A huge controversy has broken out in Spain amidst the disastrous coronavirus crisis with the revelations that hundreds of thousands of tests for the virus acquired by the country's health ministry, acting under a new centralized regime to cope with the emergency, have been found to be defective. After an initial batch of 9,000 tests was announced as unreliable yesterday, the numbers have grown this Friday. First, radio network Cadena Ser raised the figure to 50,000. Now, it has been admitted that a total of 650,000 tests acquired by Salvador Illa's health ministry are useless.
The minister Illa himself confirmed this afternoon that 659,000 tests purchased will have to be replaced, acknowledging that they do not have "the required level of reliability". It appears that the scandal is so great that the ministry decided yesterday to leak it in stages.
With this figure, it is an entire shipment that is defective. The minister did not want to reveal who the supplier was, and he explained the situation by saying that the tests were Chinese and were bought on the basis that they conformed to European standards of reliability and approval.
According to a health ministry press releases, the defect was found in 8,000 tests from this shipment that had been sent to the Madrid region, and from there the entire batch of 650,000 units had to be rejected.
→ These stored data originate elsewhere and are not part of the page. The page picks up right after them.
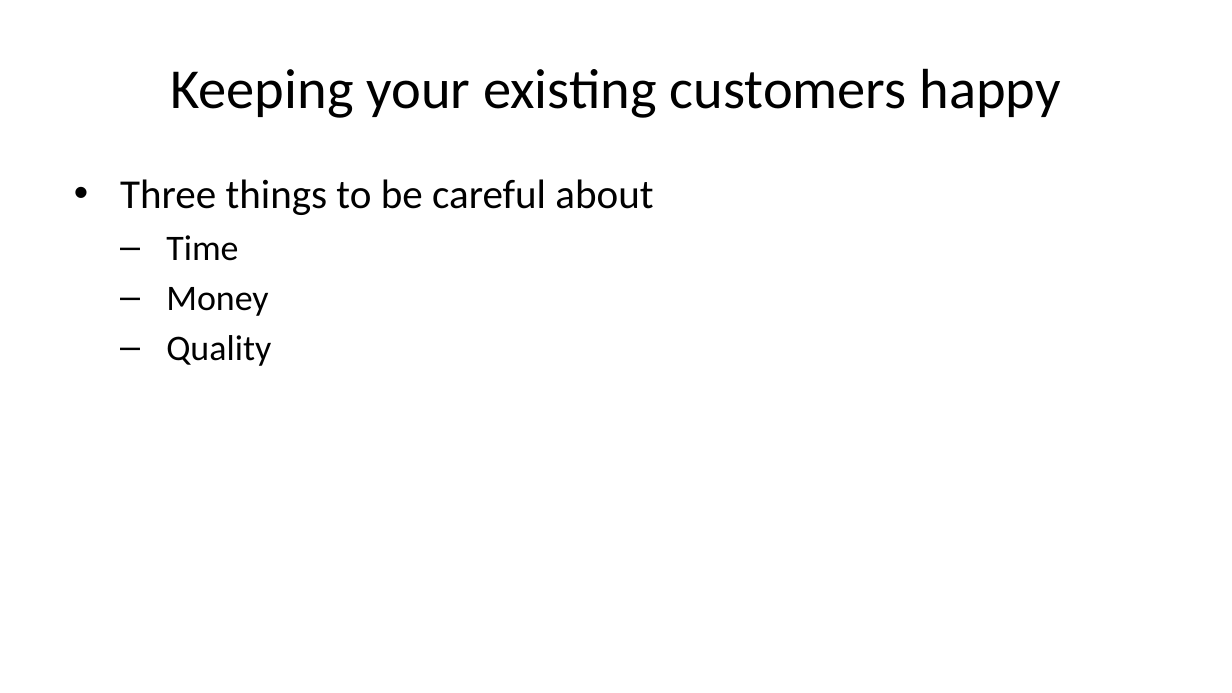
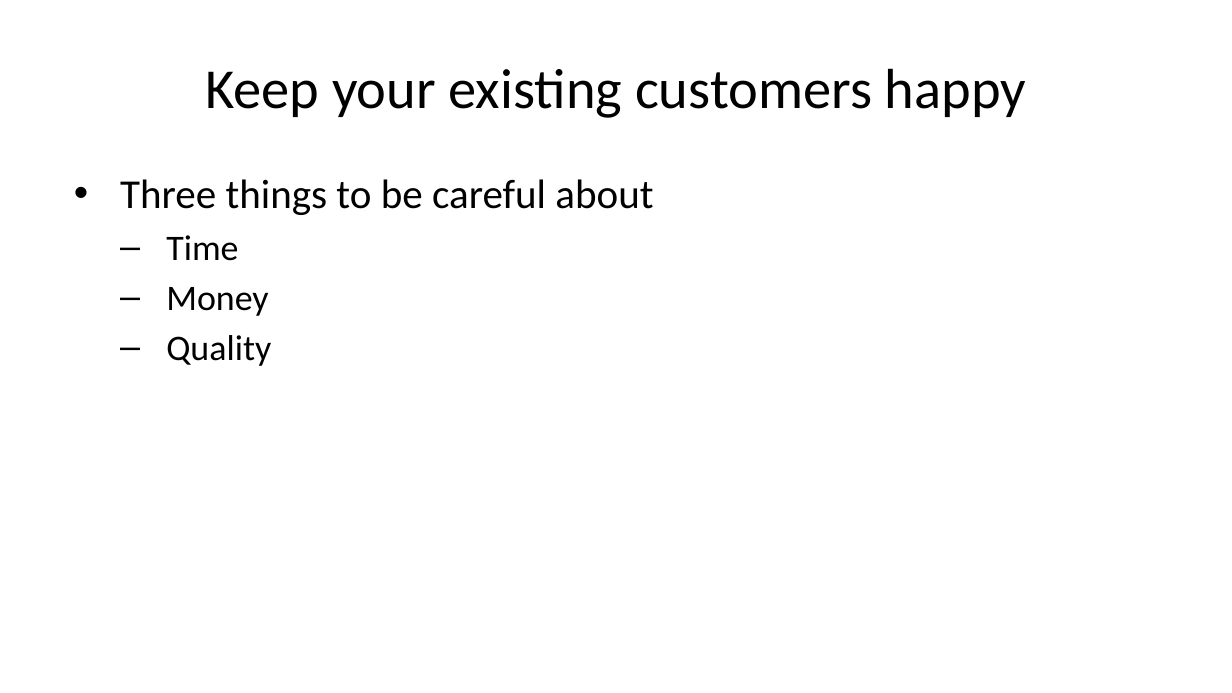
Before and after one commit to pmean/talks, a slide deck: slide 37 of finding-customers/2024-05.pptx. Drawn at 1232x693 pixels with LibreOffice and Linux fonts; fonts in the diff are those of the drawing. Boxes give left, top, right and bottom in pixels: in the first picture for what was removed or moved away, otherwise in the second. Text is boxed around its words. In the diff, an @@ line names an element or a change of style, - is before the commit and + after.

Commit message:
Apply same finding-customers fix to Powerpoint

```diff
--- a/finding-customers/2024-05.pptx
+++ b/finding-customers/2024-05.pptx
@@ title at (205, 68, 1026, 118): text changed @@
-Keeping your existing customers happy
+Keep your existing customers happy
```
Also in this commit, not shown: 6 other slides changed, 6 slides added, 1 other file.
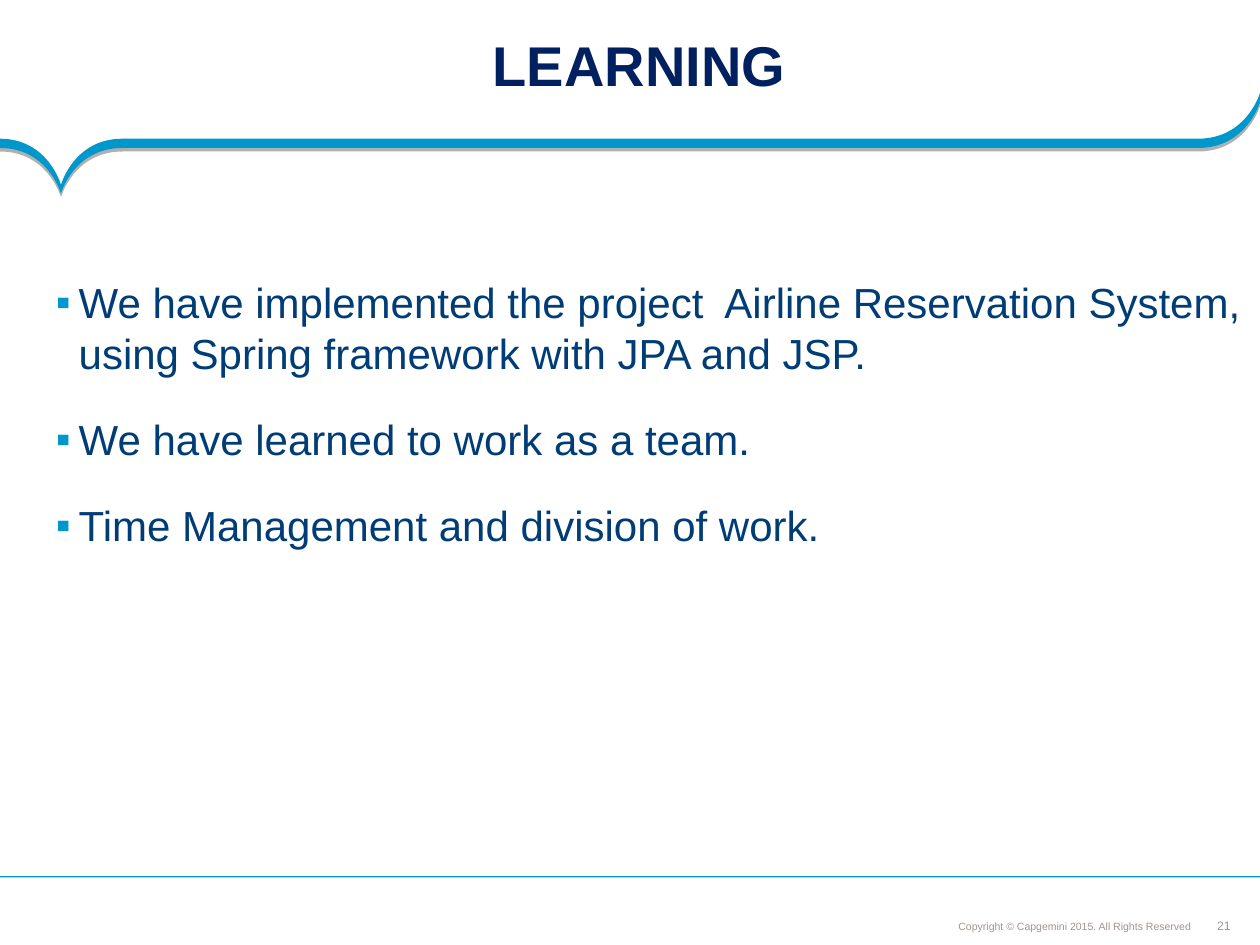
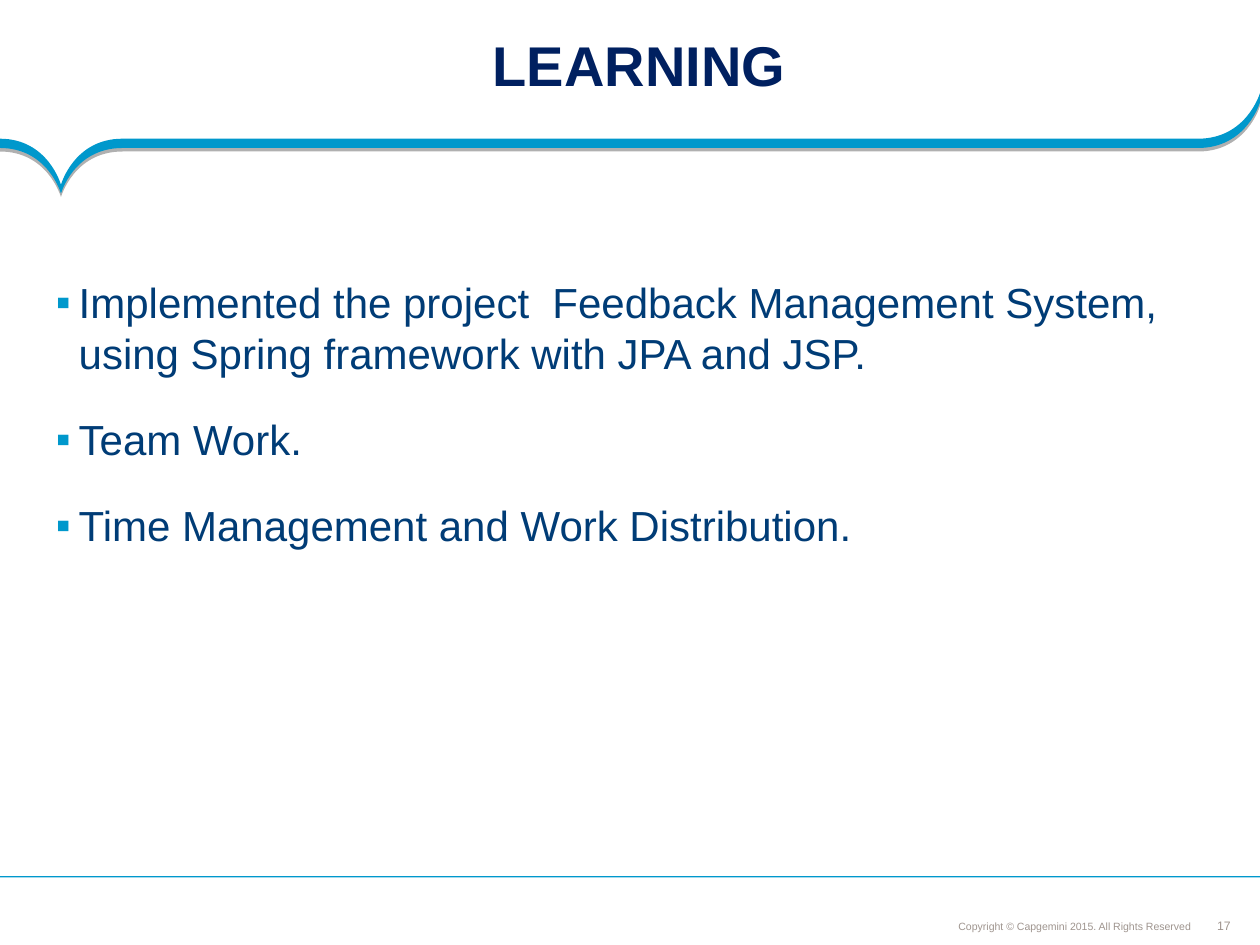
Before and after one commit to SaiEshwar157233/FeedbackMS, a slide deck: slide 17 of Feedback_managment_PLP Documents/ProjectDocuments/Requirements/Understanding Documents/Feedback Management System.ppt (slide 21 before the commit). Drawn at 1260x945 pixels with LibreOffice and Linux fonts; fonts in the diff are those of the drawing; background and template pictures are left out. Boxes give left, top, right and bottom in pixels: in the first picture for what was removed or moved away, otherwise in the second. Text is boxed around its words. In the diff, an @@ line names an element or a change of style, - is before the commit and + after.

```diff
--- a/Feedback_managment_PLP Documents/ProjectDocuments/Requirements/Understanding Documents/Feedback Management System.ppt
+++ b/Feedback_managment_PLP Documents/ProjectDocuments/Requirements/Understanding Documents/Feedback Management System.ppt
@@ text at [79,287,1157,549]: text changed @@
-▪ We have implemented the project Airline Reservation System, using Spring framework with JPA and JSP.
-▪ We have learned to work as a team.
-▪ Time Management and division of work.
+▪ Implemented the project Feedback Management System, using Spring framework with JPA and JSP.
+▪ Team Work.
+▪ Time Management and Work Distribution.
@@ page number at [1217,921,1231,930]: text changed @@
-21
+17
```
Also in this commit, not shown: 9 other slides changed, 6 slides added, 10 slides removed, 4 other files.
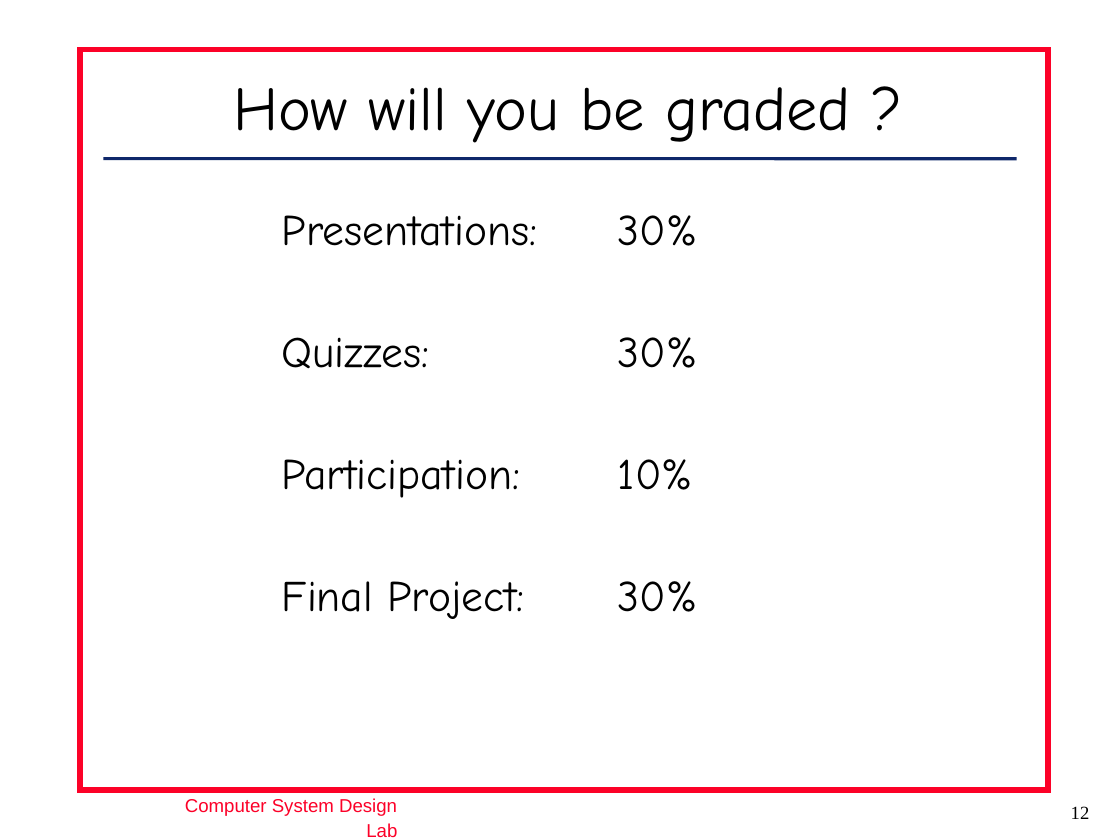
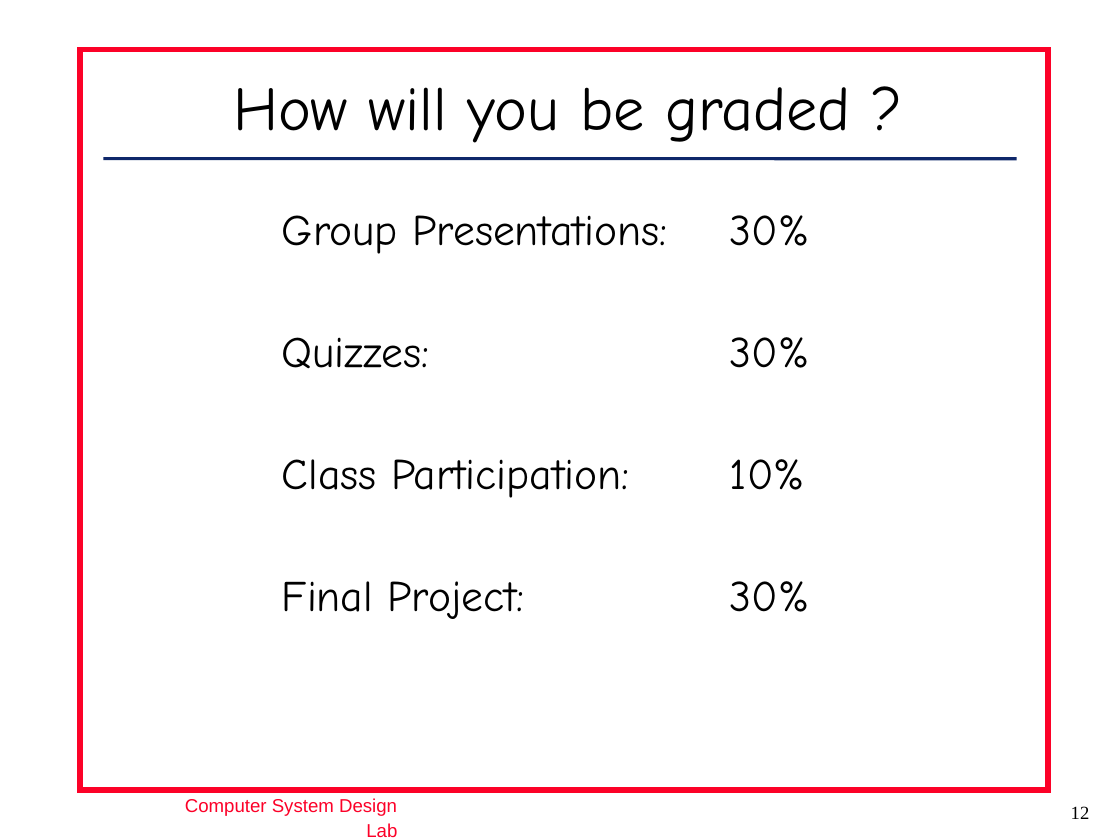
Before and after one commit to hthreads/hthreads.github.io, a slide deck: slide 12 of _modules/domain-specific-accelerators/Intro.pptx. Drawn at 1120x840 pixels with LibreOffice and Linux fonts; fonts in the diff are those of the drawing; background and template pictures are left out. Boxes give left, top, right and bottom in pixels: in the first picture for what was removed or moved away, otherwise in the second. Text is boxed around its words. In the diff, an @@ line names an element or a change of style, - is before the commit and + after.

```diff
--- a/_modules/domain-specific-accelerators/Intro.pptx
+++ b/_modules/domain-specific-accelerators/Intro.pptx
@@ text at (282, 215, 810, 254): text changed @@
-Presentations: 30%
+Group Presentations: 30%
@@ text at (282, 459, 805, 498): text changed @@
-Participation: 10%
+Class Participation: 10%
```
Also in this commit, not shown: 5 other slides changed, 1 slide added, 1 other file.

He added that of the total, only 85,000 tests had been materially received. According to the ministry, "the manufacturer has accepted their return and will replace them with a new type of test."
This means that Spain will have to wait longer to be able to receive and activate rapid coronavirus tests, an essential action in order to be able to measure the true extent of Covid-19 expansion. Tests are essential to prevent coronavirus deaths, as seen in Germany and Israel, as they speed up treatment.
In the face of the situation created, one of the decisions taken by the Sánchez government is to switch the control and management of material purchases to the finance ministry, in coordination with the health department. During a press conference with Illa, treasury minister María Jesús Montero confirmed that she is "collaborating" with the health minister.